*** Data shown ***
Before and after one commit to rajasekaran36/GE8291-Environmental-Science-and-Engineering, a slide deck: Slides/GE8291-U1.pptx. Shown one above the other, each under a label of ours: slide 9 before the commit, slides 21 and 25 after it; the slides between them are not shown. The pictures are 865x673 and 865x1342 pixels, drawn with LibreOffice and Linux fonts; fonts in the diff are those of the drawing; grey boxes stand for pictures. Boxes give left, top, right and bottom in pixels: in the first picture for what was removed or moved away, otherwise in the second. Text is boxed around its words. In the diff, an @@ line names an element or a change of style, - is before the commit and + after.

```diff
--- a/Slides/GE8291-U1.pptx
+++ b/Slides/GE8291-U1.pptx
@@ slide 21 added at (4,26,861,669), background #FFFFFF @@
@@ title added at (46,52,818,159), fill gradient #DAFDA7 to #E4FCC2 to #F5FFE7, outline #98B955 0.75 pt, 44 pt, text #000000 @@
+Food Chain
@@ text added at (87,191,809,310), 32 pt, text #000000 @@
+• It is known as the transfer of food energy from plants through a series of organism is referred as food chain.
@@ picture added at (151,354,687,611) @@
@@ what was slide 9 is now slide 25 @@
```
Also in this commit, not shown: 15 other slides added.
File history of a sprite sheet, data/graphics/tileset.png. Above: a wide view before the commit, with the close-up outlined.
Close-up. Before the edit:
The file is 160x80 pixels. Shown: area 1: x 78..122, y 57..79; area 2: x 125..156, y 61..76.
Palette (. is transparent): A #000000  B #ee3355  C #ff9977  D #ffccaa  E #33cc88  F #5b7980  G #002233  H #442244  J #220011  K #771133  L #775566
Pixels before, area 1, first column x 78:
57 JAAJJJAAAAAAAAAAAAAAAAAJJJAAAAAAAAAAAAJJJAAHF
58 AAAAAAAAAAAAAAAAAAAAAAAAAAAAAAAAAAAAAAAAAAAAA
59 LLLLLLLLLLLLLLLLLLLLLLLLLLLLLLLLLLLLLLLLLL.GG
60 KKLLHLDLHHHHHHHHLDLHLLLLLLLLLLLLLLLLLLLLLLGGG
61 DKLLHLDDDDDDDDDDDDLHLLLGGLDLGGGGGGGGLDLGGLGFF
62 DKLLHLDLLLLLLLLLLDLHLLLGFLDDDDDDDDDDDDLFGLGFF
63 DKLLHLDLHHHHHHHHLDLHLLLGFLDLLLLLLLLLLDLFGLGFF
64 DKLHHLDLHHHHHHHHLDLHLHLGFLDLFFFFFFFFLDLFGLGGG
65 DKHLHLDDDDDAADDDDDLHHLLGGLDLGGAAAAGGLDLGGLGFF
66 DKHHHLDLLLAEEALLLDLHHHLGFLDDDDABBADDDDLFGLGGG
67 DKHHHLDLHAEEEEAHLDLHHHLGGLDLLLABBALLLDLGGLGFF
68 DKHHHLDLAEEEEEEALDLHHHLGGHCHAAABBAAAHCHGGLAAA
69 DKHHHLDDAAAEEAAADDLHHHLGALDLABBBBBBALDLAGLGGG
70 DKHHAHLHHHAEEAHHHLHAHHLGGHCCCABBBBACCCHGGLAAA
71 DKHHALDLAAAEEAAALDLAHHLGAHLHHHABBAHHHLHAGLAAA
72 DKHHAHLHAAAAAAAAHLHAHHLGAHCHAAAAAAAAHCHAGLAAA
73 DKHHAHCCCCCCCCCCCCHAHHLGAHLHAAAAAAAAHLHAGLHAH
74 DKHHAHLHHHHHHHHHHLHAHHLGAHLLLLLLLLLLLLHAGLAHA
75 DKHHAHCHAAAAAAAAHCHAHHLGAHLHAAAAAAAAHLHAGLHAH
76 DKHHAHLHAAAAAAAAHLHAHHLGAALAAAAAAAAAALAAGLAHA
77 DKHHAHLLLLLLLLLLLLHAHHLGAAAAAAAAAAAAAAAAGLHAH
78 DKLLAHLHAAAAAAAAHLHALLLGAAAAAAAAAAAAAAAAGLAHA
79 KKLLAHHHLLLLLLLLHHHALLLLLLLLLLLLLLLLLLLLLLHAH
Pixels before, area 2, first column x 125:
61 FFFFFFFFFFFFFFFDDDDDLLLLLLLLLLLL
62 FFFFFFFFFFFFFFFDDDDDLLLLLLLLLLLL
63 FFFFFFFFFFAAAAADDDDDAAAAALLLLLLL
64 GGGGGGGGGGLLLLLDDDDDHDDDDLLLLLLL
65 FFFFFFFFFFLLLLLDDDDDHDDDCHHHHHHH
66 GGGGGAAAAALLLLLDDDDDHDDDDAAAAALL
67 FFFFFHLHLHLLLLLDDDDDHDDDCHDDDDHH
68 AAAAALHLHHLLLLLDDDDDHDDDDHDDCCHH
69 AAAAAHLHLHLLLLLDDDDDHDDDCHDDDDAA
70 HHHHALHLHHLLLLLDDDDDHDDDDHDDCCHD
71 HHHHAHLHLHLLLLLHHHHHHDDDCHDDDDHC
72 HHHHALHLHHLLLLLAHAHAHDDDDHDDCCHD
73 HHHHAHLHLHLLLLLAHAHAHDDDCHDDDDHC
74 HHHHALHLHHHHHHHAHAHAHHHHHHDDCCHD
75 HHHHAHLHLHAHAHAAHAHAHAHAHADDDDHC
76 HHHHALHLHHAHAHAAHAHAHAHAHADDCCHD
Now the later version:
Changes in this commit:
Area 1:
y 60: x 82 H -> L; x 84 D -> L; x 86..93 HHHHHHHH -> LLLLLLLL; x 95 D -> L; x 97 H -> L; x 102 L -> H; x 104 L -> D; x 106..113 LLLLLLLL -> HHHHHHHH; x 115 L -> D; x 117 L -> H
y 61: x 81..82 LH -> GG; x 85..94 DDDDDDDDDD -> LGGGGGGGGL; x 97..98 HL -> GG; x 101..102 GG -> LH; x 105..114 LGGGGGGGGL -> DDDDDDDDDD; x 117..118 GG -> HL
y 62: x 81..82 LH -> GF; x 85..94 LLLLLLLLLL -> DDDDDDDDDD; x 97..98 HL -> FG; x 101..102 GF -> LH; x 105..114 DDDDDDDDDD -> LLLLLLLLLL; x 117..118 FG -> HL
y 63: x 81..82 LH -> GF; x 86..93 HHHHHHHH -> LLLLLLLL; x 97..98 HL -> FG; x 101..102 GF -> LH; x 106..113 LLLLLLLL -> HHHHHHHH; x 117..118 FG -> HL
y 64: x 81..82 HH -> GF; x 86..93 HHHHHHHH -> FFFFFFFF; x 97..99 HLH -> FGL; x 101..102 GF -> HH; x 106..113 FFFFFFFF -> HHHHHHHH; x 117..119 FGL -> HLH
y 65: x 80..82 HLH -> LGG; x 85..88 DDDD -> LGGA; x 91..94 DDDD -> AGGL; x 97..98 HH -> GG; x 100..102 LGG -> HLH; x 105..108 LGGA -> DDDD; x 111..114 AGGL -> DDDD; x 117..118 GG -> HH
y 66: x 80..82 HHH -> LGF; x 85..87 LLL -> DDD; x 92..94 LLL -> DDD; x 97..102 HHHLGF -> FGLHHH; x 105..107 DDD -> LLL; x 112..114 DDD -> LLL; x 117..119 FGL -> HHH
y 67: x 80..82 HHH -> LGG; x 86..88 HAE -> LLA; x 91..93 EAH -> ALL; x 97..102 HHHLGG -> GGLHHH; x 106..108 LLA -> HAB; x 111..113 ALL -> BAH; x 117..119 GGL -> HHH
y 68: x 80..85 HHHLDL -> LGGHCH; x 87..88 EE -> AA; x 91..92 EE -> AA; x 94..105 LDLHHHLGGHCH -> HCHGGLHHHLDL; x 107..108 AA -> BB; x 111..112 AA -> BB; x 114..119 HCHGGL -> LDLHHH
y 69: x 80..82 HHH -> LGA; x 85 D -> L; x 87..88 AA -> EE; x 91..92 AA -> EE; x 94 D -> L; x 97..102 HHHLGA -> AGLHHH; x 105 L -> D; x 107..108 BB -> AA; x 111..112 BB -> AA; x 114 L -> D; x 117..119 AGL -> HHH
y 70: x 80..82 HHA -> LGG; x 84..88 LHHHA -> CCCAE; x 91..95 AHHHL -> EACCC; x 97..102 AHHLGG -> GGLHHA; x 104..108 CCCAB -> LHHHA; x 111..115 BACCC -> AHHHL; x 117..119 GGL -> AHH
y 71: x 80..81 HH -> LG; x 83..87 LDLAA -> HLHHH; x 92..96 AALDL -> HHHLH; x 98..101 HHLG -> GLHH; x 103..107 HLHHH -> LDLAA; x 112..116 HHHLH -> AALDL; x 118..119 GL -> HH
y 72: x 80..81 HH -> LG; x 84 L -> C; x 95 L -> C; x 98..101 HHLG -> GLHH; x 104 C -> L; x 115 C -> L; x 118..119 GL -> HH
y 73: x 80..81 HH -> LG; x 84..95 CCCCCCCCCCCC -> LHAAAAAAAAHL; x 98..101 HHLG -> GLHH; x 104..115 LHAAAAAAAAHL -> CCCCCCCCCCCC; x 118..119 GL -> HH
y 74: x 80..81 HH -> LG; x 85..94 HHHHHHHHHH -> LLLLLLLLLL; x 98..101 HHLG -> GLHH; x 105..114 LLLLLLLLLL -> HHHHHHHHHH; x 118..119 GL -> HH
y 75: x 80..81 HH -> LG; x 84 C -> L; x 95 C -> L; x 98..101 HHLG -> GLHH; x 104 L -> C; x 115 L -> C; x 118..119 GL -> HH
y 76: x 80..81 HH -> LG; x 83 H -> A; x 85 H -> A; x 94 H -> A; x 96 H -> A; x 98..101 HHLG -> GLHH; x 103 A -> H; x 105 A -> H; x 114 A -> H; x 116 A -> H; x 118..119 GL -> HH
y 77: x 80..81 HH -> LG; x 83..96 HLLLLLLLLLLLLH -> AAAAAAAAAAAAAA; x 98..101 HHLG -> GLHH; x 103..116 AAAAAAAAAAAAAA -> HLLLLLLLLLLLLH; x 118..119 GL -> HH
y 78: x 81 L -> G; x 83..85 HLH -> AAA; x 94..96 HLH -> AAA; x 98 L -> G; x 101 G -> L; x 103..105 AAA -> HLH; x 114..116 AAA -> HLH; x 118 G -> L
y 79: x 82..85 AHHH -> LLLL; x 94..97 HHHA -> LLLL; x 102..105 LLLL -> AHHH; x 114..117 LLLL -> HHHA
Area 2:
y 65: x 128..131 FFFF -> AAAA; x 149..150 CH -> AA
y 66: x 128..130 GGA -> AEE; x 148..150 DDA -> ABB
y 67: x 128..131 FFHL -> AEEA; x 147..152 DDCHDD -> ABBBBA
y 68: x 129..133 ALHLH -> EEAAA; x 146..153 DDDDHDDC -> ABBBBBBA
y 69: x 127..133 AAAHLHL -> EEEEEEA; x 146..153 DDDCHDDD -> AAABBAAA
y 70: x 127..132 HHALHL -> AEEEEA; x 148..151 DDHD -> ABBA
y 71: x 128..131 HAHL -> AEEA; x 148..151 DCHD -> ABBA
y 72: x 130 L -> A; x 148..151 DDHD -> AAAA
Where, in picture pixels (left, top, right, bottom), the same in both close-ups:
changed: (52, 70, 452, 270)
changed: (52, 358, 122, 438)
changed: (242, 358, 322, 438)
*** End of Data shown ***
• _Problem description_:
Could you find every line in the records above that contains the word "column" and copy it?

• _Problem solution_:
Pixels before, area 1, first column x 78:
Pixels before, area 2, first column x 125:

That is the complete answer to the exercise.